The newer model  has a smooth, rubberized coating, and is both less satisfying to the touch and harder to press the keys. I haven’t used it very much due to this, so I’m pretty psyched to have the original back.

Keys-2-Go
Keys-2-Go

I also have the new Logitech Keys to Go 2, which I also really like, but it’s a much bigger piece of kit than the wafer-thin original. It’s nice to type on, but feels a plasticky. I’m sure if you stripped the cover off the OG Keys to Go, it would feel plasticky, too. It’s a touch more narrow than Apple’s Magic Keyboard, and noticeably lighter.

Keys to Go 2
Keys to Go 2

More Silent Treatment

It brings me no joy to write that my link post to What You’re Saying When You Give Someone the Silent Treatment remains perennially popular here. Here’s Arthur Brooks from his email newsletter on the same topic:

As a reaction to disagreement, the “silent treatment” is about the worst choice possible for everyone.

People who ruminate on a conflict with their partner—turning it over and over in their mind—are especially prone to punitive actions, including the silent treatment. Try not to get stuck perseverating on the dispute, and use your words instead.
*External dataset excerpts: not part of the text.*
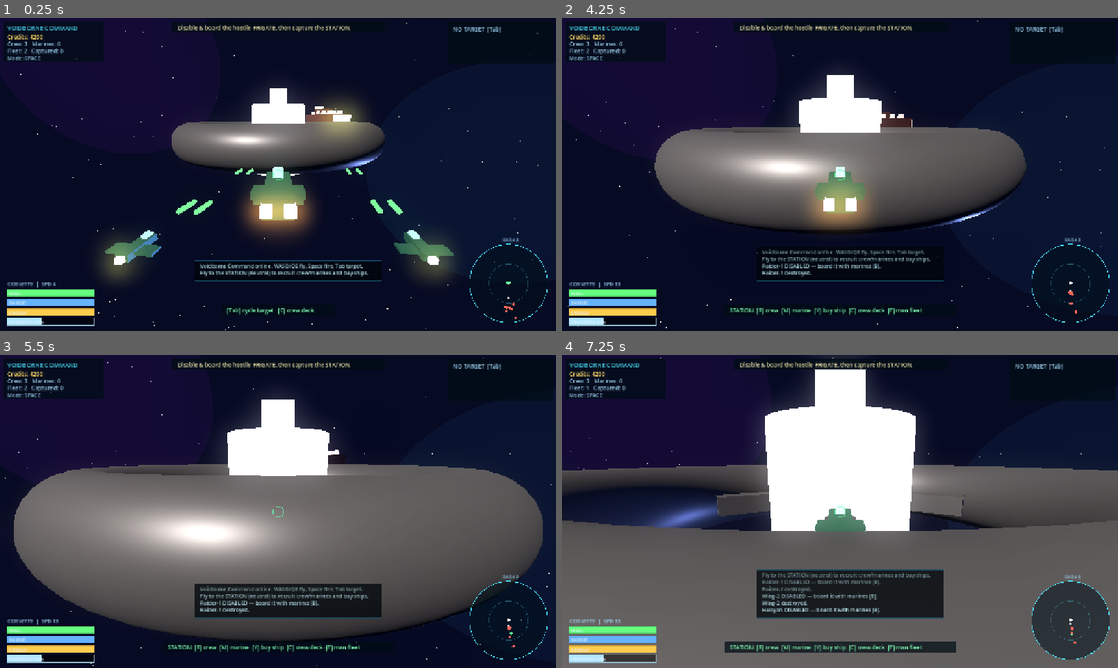
Above: before the commit, frames 1-4 (two rows, left to right).
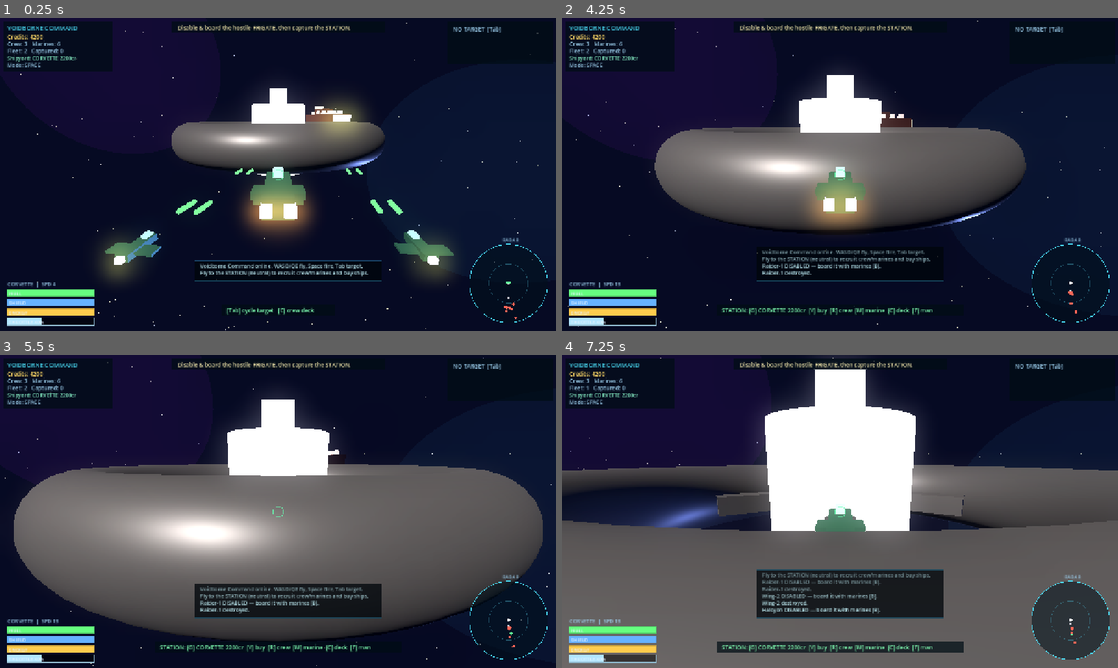
Above: after the commit, the same moments.

Repository: tapkinnu/voidborne-command
Game: Godot game, scene res://scenes/main.tscn
Same seed, same stepped clock (60 frames per second), same inputs: the game is played once before the commit and once after it.
Inputs:
- Up to frame 1 (0.25 s): no input
- Up to frame 2 (4.25 s): no input
- Up to frame 3 (5.5 s): no input
- Up to frame 4 (7.25 s): no input

The runs differ from the first frame. In frame 1, 0.2% of the frame differs, in the area x 1-14%, y 11-16%; in frame 2, 0.6%; in frame 3, 0.6%; in frame 4, 0.7%, in the area x 1-73%, y 11-96%.

Commit message:
feat: add station shipyard selection

Diff:
--- a/project.godot
+++ b/project.godot
@@ -101,6 +101,10 @@
 "deadzone": 0.5,
 "events": [{"type":"key","keycode":89,"unicode":121}]
 }
+cycle_shipyard={
+"deadzone": 0.5,
+"events": [{"type":"key","keycode":71,"unicode":103}]
+}
 follow_toggle={
 "deadzone": 0.5,
 "events": [{"type":"key","keycode":70,"unicode":102}]
--- a/scripts/crew_deck.gd
+++ b/scripts/crew_deck.gd
@@ -22,42 +22,80 @@
 	skin.albedo_color = Color(0.85, 0.7, 0.6)
 	# torso
 	var torso: MeshInstance3D = MeshInstance3D.new()
+	torso.name = "Torso"
 	var tm: CapsuleMesh = CapsuleMesh.new()
-	tm.radius = 0.28
-	tm.height = 1.1
+	tm.radius = 0.32
+	tm.height = 1.18
 	torso.mesh = tm
 	torso.material_override = mat
 	torso.position = Vector3(0, 0.95, 0)
 	h.add_child(torso)
 	# head
 	var head: MeshInstance3D = MeshInstance3D.new()
+	head.name = "Head"
 	var hm: SphereMesh = SphereMesh.new()
-	hm.radius = 0.18
-	hm.height = 0.36
+	hm.radius = 0.23
+	hm.height = 0.46
 	head.mesh = hm
 	head.material_override = skin
-	head.position = Vector3(0, 1.62, 0)
+	head.position = Vector3(0, 1.68, 0)
 	h.add_child(head)
+	# bright face visor so the humanoid reads as a character from the capture camera
+	var visor: MeshInstance3D = MeshInstance3D.new()
+	visor.name = "Visor"
+	var vm: BoxMesh = BoxMesh.new()
+	vm.size = Vector3(0.32, 0.08, 0.04)
+	visor.mesh = vm
+	var vmat: StandardMaterial3D = StandardMaterial3D.new()
+	vmat.albedo_color = Color(0.25, 0.95, 1.0)
+	vmat.emission_enabled = true
+	vmat.emission = Color(0.25, 0.95, 1.0)
+	vmat.emission_energy_multiplier = 2.5
+	visor.material_override = vmat
+	visor.position = Vector3(0, 1.70, -0.20)
+	h.add_child(visor)
 	# legs
-	for sx in [-0.13, 0.13]:
+	for spec in [["LeftLeg", -0.17], ["RightLeg", 0.17]]:
+		var sx: float = float(spec[1])
 		var leg: MeshInstance3D = MeshInstance3D.new()
+		leg.name = String(spec[0])
 		var lm: CapsuleMesh = CapsuleMesh.new()
-		lm.radius = 0.1
-		lm.height = 0.8
+		lm.radius = 0.115
+		lm.height = 0.86
 		leg.mesh = lm
 		leg.material_override = mat
 		leg.position = Vector3(sx, 0.4, 0)
 		h.add_child(leg)
+		var boot: MeshInstance3D = MeshInstance3D.new()
+		boot.name = "%sBoot" % String(spec[0])
+		var bm: BoxMesh = BoxMesh.new()
+		bm.size = Vector3(0.18, 0.10, 0.36)
+		boot.mesh = bm
+		boot.material_override = mat
+		boot.position = Vector3(sx, 0.05, -0.10)
+		h.add_child(boot)
 	# arms
-	for sx2 in [-0.34, 0.34]:
+	for spec2 in [["LeftArm", -0.42, 11.0], ["RightArm", 0.42, -11.0]]:
+		var sx2: float = float(spec2[1])
 		var arm: MeshInstance3D = MeshInstance3D.new()
+		arm.name = String(spec2[0])
 		var am: CapsuleMesh = CapsuleMesh.new()
-		am.radius = 0.08
-		am.height = 0.7
+		am.radius = 0.09
+		am.height = 0.78
 		arm.mesh = am
 		arm.material_override = mat
-		arm.position = Vector3(sx2, 0.95, 0)
+		arm.position = Vector3(sx2, 0.98, -0.02)
+		arm.rotation_degrees.z = float(spec2[2])
 		h.add_child(arm)
+	# small backpack/oxygen block gives the silhouette a readable front/back cue.
+	var pack: MeshInstance3D = MeshInstance3D.new()
+	pack.name = "LifeSupportPack"
+	var pm: BoxMesh = BoxMesh.new()
+	pm.size = Vector3(0.34, 0.42, 0.16)
+	pack.mesh = pm
+	pack.material_override = mat
+	pack.position = Vector3(0, 1.04, 0.23)
+	h.add_child(pack)
 	return h
 
 func build(p_rng: RandomNumberGenerator) -> void:
@@ -122,6 +160,7 @@
 
 	# Captain avatar
 	captain = _build_humanoid(Color(0.4, 1.0, 0.6))
+	captain.scale = Vector3(1.35, 1.35, 1.35)
 	captain.position = Vector3(0, 0, 6)
 	add_child(captain)
 	var beacon: MeshInstance3D = MeshInstance3D.new()
@@ -140,8 +179,9 @@
 
 	# Camera (angled third-person)
 	camera = Camera3D.new()
-	camera.position = Vector3(0, 7, 16)
-	camera.rotation_degrees = Vector3(-22, 0, 0)
+	camera.position = Vector3(0, 6, 13)
+	camera.rotation_degrees = Vector3(-19, 0, 0)
+	camera.fov = 58.0
 	add_child(camera)
 
 	refresh_roster()
@@ -166,6 +206,7 @@
 func _spawn_crew(role: String, idx: int, total: int) -> void:
 	var col: Color = Color(0.42, 0.72, 1.0) if role == "crew" else Color(1.0, 0.5, 0.35)
 	var hh: Node3D = _build_humanoid(col)
+	hh.scale = Vector3(1.28, 1.28, 1.28)
 	var ang: float = float(idx) / float(total) * TAU
 	var home: Vector3 = Vector3(sin(ang) * 7.0, 0, -2.0 + cos(ang) * 4.0)
 	hh.position = home
--- a/scripts/hud.gd
+++ b/scripts/hud.gd
@@ -41,13 +41,14 @@
 	var vp: Vector2 = get_viewport_rect().size
 	var mode: String = String(data.get("mode", "space"))
 
-	# Top-left: economy / fleet
-	draw_rect(Rect2(Vector2(8, 8), Vector2(230, 92)), C_BG, true)
+	# Top-left: economy / fleet / shipyard
+	draw_rect(Rect2(Vector2(8, 8), Vector2(250, 114)), C_BG, true)
 	_txt(Vector2(16, 28), "VOIDBORNE COMMAND", C_LINE, 14)
 	_txt(Vector2(16, 48), "Credits: %d" % int(data.get("credits", 0)), Color(1, 0.85, 0.4), 13)
 	_txt(Vector2(16, 64), "Crew: %d   Marines: %d" % [int(data.get("crew_pool", 0)), int(data.get("marine_pool", 0))], C_DIM, 13)
 	_txt(Vector2(16, 80), "Fleet: %d   Captured: %d" % [int(data.get("fleet_count", 0)), int(data.get("captured", 0))], C_DIM, 13)
-	_txt(Vector2(16, 96), "Mode: %s" % mode.to_upper(), C_DIM, 12)
+	_txt(Vector2(16, 96), "Shipyard: %s %dcr" % [String(data.get("shipyard_class", "corvette")).to_upper(), int(data.get("shipyard_cost", 0))], Color(0.56, 1.0, 0.82), 12)
+	_txt(Vector2(16, 112), "Mode: %s" % mode.to_upper(), C_DIM, 12)
 
 	# Objective (top center)
 	var obj: String = String(data.get("objective", ""))
--- a/scripts/main.gd
+++ b/scripts/main.gd
@@ -38,7 +38,8 @@
 # Economy costs.
 const COST_CREW: int = 120
 const COST_MARINE: int = 180
-const BUY_CLASS: String = "corvette"
+const SHIPYARD_CLASSES: Array = ["corvette", "fighter", "frigate", "capital"]
+var shipyard_index: int = 0
 
 # Capture/demo: when launched for screenshots, the player auto-fights so frames are lively.
 var auto_demo: bool = false
@@ -787,6 +788,8 @@
 		_set_deck_mode(not deck_mode)
 		return
 	var near_station: bool = is_instance_valid(station) and _pdist(station) < 70.0
+	if Input.is_action_just_pressed("cycle_shipyard"):
+		_cycle_shipyard_class(near_station)
 	if Input.is_action_just_pressed("recruit_crew"):
 		_recruit("crew", near_station)
 	if Input.is_action_just_pressed("recruit_marine"):
@@ -795,6 +798,21 @@
 		_buy_ship(near_station)
 	if Input.is_action_just_pressed("follow_toggle"):
 		_toggle_fleet_follow()
+
+func _shipyard_class() -> String:
+	return String(SHIPYARD_CLASSES[shipyard_index % SHIPYARD_CLASSES.size()])
+
+func _shipyard_cost() -> int:
+	return int(Game.class_stat(_shipyard_class(), "value"))
+
+func _cycle_shipyard_class(near_station: bool = true) -> void:
+	if not near_station:
+		_msg("Fly to the STATION to browse the shipyard.")
+		if audio: audio.play("ui_deny")
+		return
+	shipyard_index = (shipyard_index + 1) % SHIPYARD_CLASSES.size()
+	_msg("Shipyard selected: %s (%d cr)." % [_shipyard_class().to_upper(), _shipyard_cost()])
+	if audio: audio.play("ui_recruit")
 
 func _recruit(kind: String, near_station: bool) -> void:
 	if not near_station:
@@ -822,26 +840,27 @@
 		_msg("Fly to the STATION to buy ships.")
 		if audio: audio.play("ui_deny")
 		return
-	var cost: int = int(Game.class_stat(BUY_CLASS, "value"))
+	var buy_class: String = _shipyard_class()
+	var cost: int = _shipyard_cost()
 	if Game.credits < cost:
-		_msg("Not enough credits for a %s (%d)." % [BUY_CLASS, cost])
+		_msg("Not enough credits for a %s (%d)." % [buy_class, cost])
 		if audio: audio.play("ui_deny")
 		return
 	Game.credits -= cost
 	Game.purchased_count += 1
 	var pos: Vector3 = station.global_position + Vector3(rng.randf_range(-14, 14), 6, 18)
-	var s: Node3D = _spawn_ship(BUY_CLASS, "player", "Bought-%d" % Game.purchased_count, pos)
+	var s: Node3D = _spawn_ship(buy_class, "player", "%s-%d" % [buy_class.capitalize(), Game.purchased_count], pos)
 	var need: int = s.crew_needed
 	if Game.crew_pool >= need:
 		Game.crew_pool -= need
 		s.crew_assigned = need
 		s.manned = true
 		s.ai_state = "follow"
-		_msg("Bought %s and assigned %d crew — manned, joins fleet." % [BUY_CLASS, need])
+		_msg("Bought %s and assigned %d crew — manned, joins fleet." % [buy_class, need])
 	else:
 		s.manned = false
 		s.crew_assigned = 0
-		_msg("Bought %s but UNMANNED (needs %d crew)." % [BUY_CLASS, need])
+		_msg("Bought %s but UNMANNED (needs %d crew)." % [buy_class, need])
 	if audio: audio.play("ui_buy")
 
 func _toggle_fleet_follow() -> void:
@@ -903,6 +922,8 @@
 	d["marine_pool"] = Game.marine_pool
 	d["fleet_count"] = _count_fleet()
 	d["captured"] = Game.captured_count
+	d["shipyard_class"] = _shipyard_class()
+	d["shipyard_cost"] = _shipyard_cost()
 	d["objective"] = objective
 	d["messages"] = messages.duplicate()
 	d["capture_demo"] = auto_demo
@@ -958,7 +979,7 @@
 
 func _context_prompt() -> String:
 	if is_instance_valid(station) and _pdist(station) < 70.0:
-		return "STATION: [R] crew  [M] marine  [Y] buy ship  [C] crew deck  [F] man fleet"
+		return "STATION: [G] %s %dcr  [Y] buy  [R] crew  [M] marine  [C] deck  [F] man" % [_shipyard_class().to_upper(), _shipyard_cost()]
 	if is_instance_valid(target) and target.disabled and target.faction != "player":
 		return "[B] board %s with marines" % target.ship_name
 	return "[Tab] cycle target   [C] crew deck"
--- /dev/null
+++ b/tests/test_crew_humanoid_detail.gd
@@ -0,0 +1,44 @@
+extends SceneTree
+# Static in-engine contract for crew/marine avatars: the deck must build actual
+# multi-part humanoids with named anatomy, not anonymous pill markers.
+
+var failed: bool = false
+
+func _fail(msg: String) -> void:
+	push_error(msg)
+	failed = true
+
+func _initialize() -> void:
+	var deck_script: Script = load("res://scripts/crew_deck.gd")
+	if deck_script == null:
+		_fail("crew_deck.gd failed to load")
+		quit(1)
+		return
+	var deck: Node = deck_script.new()
+	var humanoid: Node3D = deck.call("_build_humanoid", Color(0.4, 0.8, 1.0))
+	root.add_child(humanoid)
+
+	for required in ["Torso", "Head", "LeftArm", "RightArm", "LeftLeg", "RightLeg"]:
+		if humanoid.get_node_or_null(required) == null:
+			_fail("humanoid missing named anatomy node: %s" % required)
+
+	if not failed:
+		var left_arm: Node3D = humanoid.get_node("LeftArm")
+		var right_arm: Node3D = humanoid.get_node("RightArm")
+		var left_leg: Node3D = humanoid.get_node("LeftLeg")
+		var right_leg: Node3D = humanoid.get_node("RightLeg")
+		if left_arm.position.x >= -0.25 or right_arm.position.x <= 0.25:
+			_fail("arms are not visibly separated from torso")
+		if left_leg.position.x >= -0.08 or right_leg.position.x <= 0.08:
+			_fail("legs are not visibly separated from torso")
+		if humanoid.get_child_count() < 8:
+			_fail("humanoid needs at least 8 mesh/detail parts for screenshot readability")
+
+	if not failed:
+		print("CREW_HUMANOID_TEST_PASS")
+	if is_instance_valid(humanoid):
+		root.remove_child(humanoid)
+		humanoid.free()
+	if is_instance_valid(deck):
+		deck.free()
+	quit(1 if failed else 0)
--- /dev/null
+++ b/tests/test_shipyard_market.gd
@@ -0,0 +1,81 @@
+extends SceneTree
+# Regression test for the station shipyard market. This test is intentionally
+# SceneTree-based so it can run headless with the same autoloads as the game.
+
+var failed: bool = false
+
+func _fail(msg: String) -> void:
+	push_error(msg)
+	failed = true
+
+func _initialize() -> void:
+	var packed: PackedScene = load("res://scenes/main.tscn")
+	if packed == null:
+		_fail("main.tscn failed to load")
+		quit(1)
+		return
+	var main: Node = packed.instantiate()
+	root.add_child(main)
+	await process_frame
+	await process_frame
+
+	if not main.has_method("_shipyard_class"):
+		_fail("shipyard class accessor missing")
+	if not main.has_method("_shipyard_cost"):
+		_fail("shipyard cost accessor missing")
+	if not main.has_method("_cycle_shipyard_class"):
+		_fail("shipyard class cycling method missing")
+
+	if not failed:
+		var seen: Dictionary = {}
+		for _i in range(6):
+			var cls: String = String(main.call("_shipyard_class"))
+			seen[cls] = true
+			main.call("_cycle_shipyard_class")
+		for required in ["fighter", "corvette", "frigate", "capital"]:
+			if not seen.has(required):
+				_fail("shipyard cycle did not expose class: %s" % required)
+
+	if not failed:
+		# Buy a fighter from the selected market to prove the chosen class, price, crew
+		# assignment, and fleet join path are consumed by live station-economy code.
+		for _i in range(8):
+			if String(main.call("_shipyard_class")) == "fighter":
+				break
+			main.call("_cycle_shipyard_class")
+		if String(main.call("_shipyard_class")) != "fighter":
+			_fail("could not select fighter in shipyard cycle")
+		else:
+			var game: Node = root.get_node_or_null("Game")
+			if game == null:
+				_fail("Game autoload missing in test tree")
+			else:
+				var audio_node: Node = main.get("audio")
+				if audio_node != null:
+					audio_node.set("enabled", false)
+				game.set("credits", 5000)
+				game.set("crew_pool", 3)
+				var before_count: int = main.ships.size()
+				main.call("_buy_ship", true)
+				await process_frame
+				var after_count: int = main.ships.size()
+				if after_count != before_count + 1:
+					_fail("buying selected fighter did not spawn exactly one ship")
+				else:
+					var bought: Node = main.ships[after_count - 1]
+					if String(bought.ship_class) != "fighter":
+						_fail("buying selected fighter spawned %s" % String(bought.ship_class))
+					if not bool(bought.manned):
+						_fail("bought fighter should be manned when crew is available")
+					if String(bought.ai_state) != "follow":
+						_fail("bought manned fighter should join fleet formation")
+					var fighter_cost: int = int(main.call("_shipyard_cost"))
+					if int(game.get("credits")) != 5000 - fighter_cost:
+						_fail("fighter cost was not charged correctly")
+
+	if not failed:
+		print("SHIPYARD_TEST_PASS")
+	if is_instance_valid(main):
+		main.queue_free()
+		await process_frame
+	quit(1 if failed else 0)
Not shown, changed: README.md
Not shown, changed: docs/GDD.md
Not shown, changed: docs/studio/definition_of_done.md
Not shown, changed: tools/validate_build.sh

Momma’s Little Baby Just Took the Aeropress

We moved Aaron into college today. It was a busy, hectic, emotional affair for everyone. We left at 8 am sharp and made it up to campus and his dorm by 10 am. There was plenty of traffic due to all of the first-year students moving in.

Us
Us
Raritan River
Raritan River

In addition to using the elevator, we took a lot of trips up and down the six flights of stairs to his dorm. We helped move the bunks and other redecorating, but I was definitely starting to get in the way.

We lit out together for lunch and a Target run to pick up some hangers and other necessaries we forgot.

Summer Rolls
Summer Rolls
Phô
Phô

We were all three of us choked up leaving.

Rhonda remarked tonight, after looking in his room when we got home, “He never made his bed. But today, he did.”